What is needed –
Every line holding the string "pictures" should be copied out of the listing.

---- Data extracts

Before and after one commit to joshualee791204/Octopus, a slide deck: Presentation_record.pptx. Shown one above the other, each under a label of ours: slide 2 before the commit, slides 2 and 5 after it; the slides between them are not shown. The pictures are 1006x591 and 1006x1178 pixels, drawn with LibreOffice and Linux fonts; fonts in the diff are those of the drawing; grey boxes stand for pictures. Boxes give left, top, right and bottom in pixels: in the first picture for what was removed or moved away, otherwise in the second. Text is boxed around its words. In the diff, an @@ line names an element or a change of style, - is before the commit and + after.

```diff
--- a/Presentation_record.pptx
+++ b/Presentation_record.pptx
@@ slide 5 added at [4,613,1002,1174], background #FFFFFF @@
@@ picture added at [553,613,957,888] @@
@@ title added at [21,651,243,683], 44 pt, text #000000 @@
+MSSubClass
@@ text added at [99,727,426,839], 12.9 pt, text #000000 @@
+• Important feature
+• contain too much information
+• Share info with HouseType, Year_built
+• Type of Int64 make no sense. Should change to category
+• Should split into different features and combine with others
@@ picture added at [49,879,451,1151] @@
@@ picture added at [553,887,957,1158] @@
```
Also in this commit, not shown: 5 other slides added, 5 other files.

--------
---- Data extracts

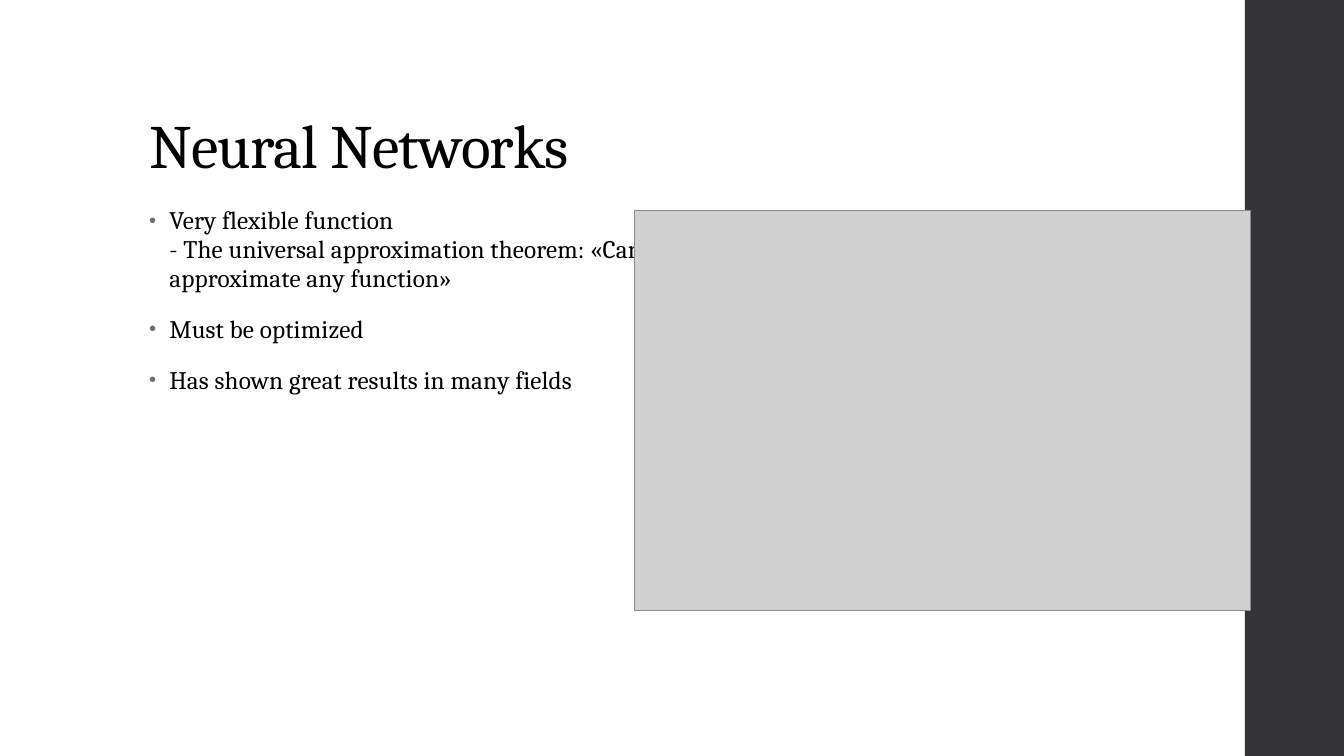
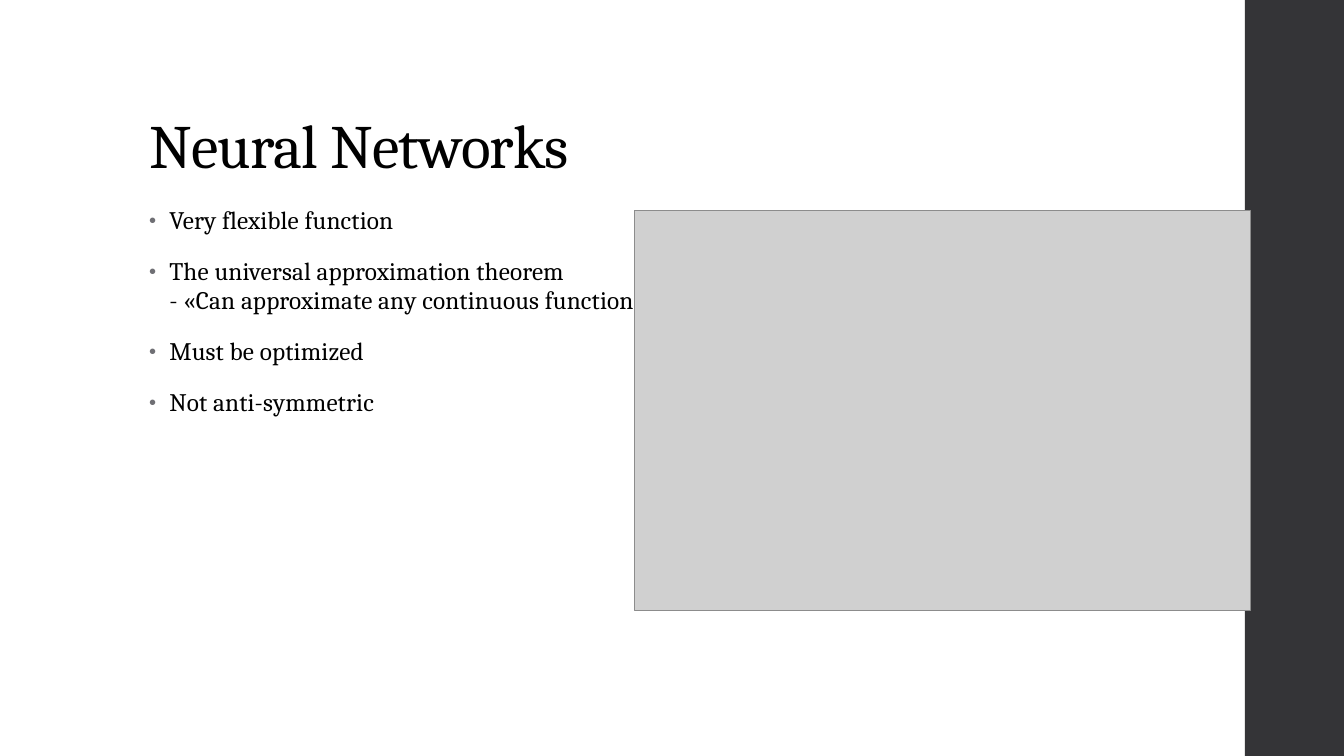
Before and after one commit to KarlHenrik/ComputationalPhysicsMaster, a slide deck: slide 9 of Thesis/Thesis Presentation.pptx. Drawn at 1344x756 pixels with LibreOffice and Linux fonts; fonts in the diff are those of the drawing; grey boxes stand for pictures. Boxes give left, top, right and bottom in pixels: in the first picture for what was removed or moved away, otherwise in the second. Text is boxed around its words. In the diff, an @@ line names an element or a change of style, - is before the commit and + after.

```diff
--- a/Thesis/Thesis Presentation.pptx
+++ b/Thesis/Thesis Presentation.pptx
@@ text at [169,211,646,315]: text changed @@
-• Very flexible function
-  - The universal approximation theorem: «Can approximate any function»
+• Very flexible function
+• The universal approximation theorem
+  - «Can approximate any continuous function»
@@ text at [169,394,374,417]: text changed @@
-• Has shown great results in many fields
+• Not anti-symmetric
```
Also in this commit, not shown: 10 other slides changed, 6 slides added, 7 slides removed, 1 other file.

--------

Your response –
Before and after one commit to joshualee791204/Octopus, a slide deck: Presentation_record.pptx. Shown one above the other, each under a label of ours: slide 2 before the commit, slides 2 and 5 after it; the slides between them are not shown. The pictures are 1006x591 and 1006x1178 pixels, drawn with LibreOffice and Linux fonts; fonts in the diff are those of the drawing; grey boxes stand for pictures. Boxes give left, top, right and bottom in pixels: in the first picture for what was removed or moved away, otherwise in the second. Text is boxed around its words. In the diff, an @@ line names an element or a change of style, - is before the commit and + after.
Before and after one commit to KarlHenrik/ComputationalPhysicsMaster, a slide deck: slide 9 of Thesis/Thesis Presentation.pptx. Drawn at 1344x756 pixels with LibreOffice and Linux fonts; fonts in the diff are those of the drawing; grey boxes stand for pictures. Boxes give left, top, right and bottom in pixels: in the first picture for what was removed or moved away, otherwise in the second. Text is boxed around its words. In the diff, an @@ line names an element or a change of style, - is before the commit and + after.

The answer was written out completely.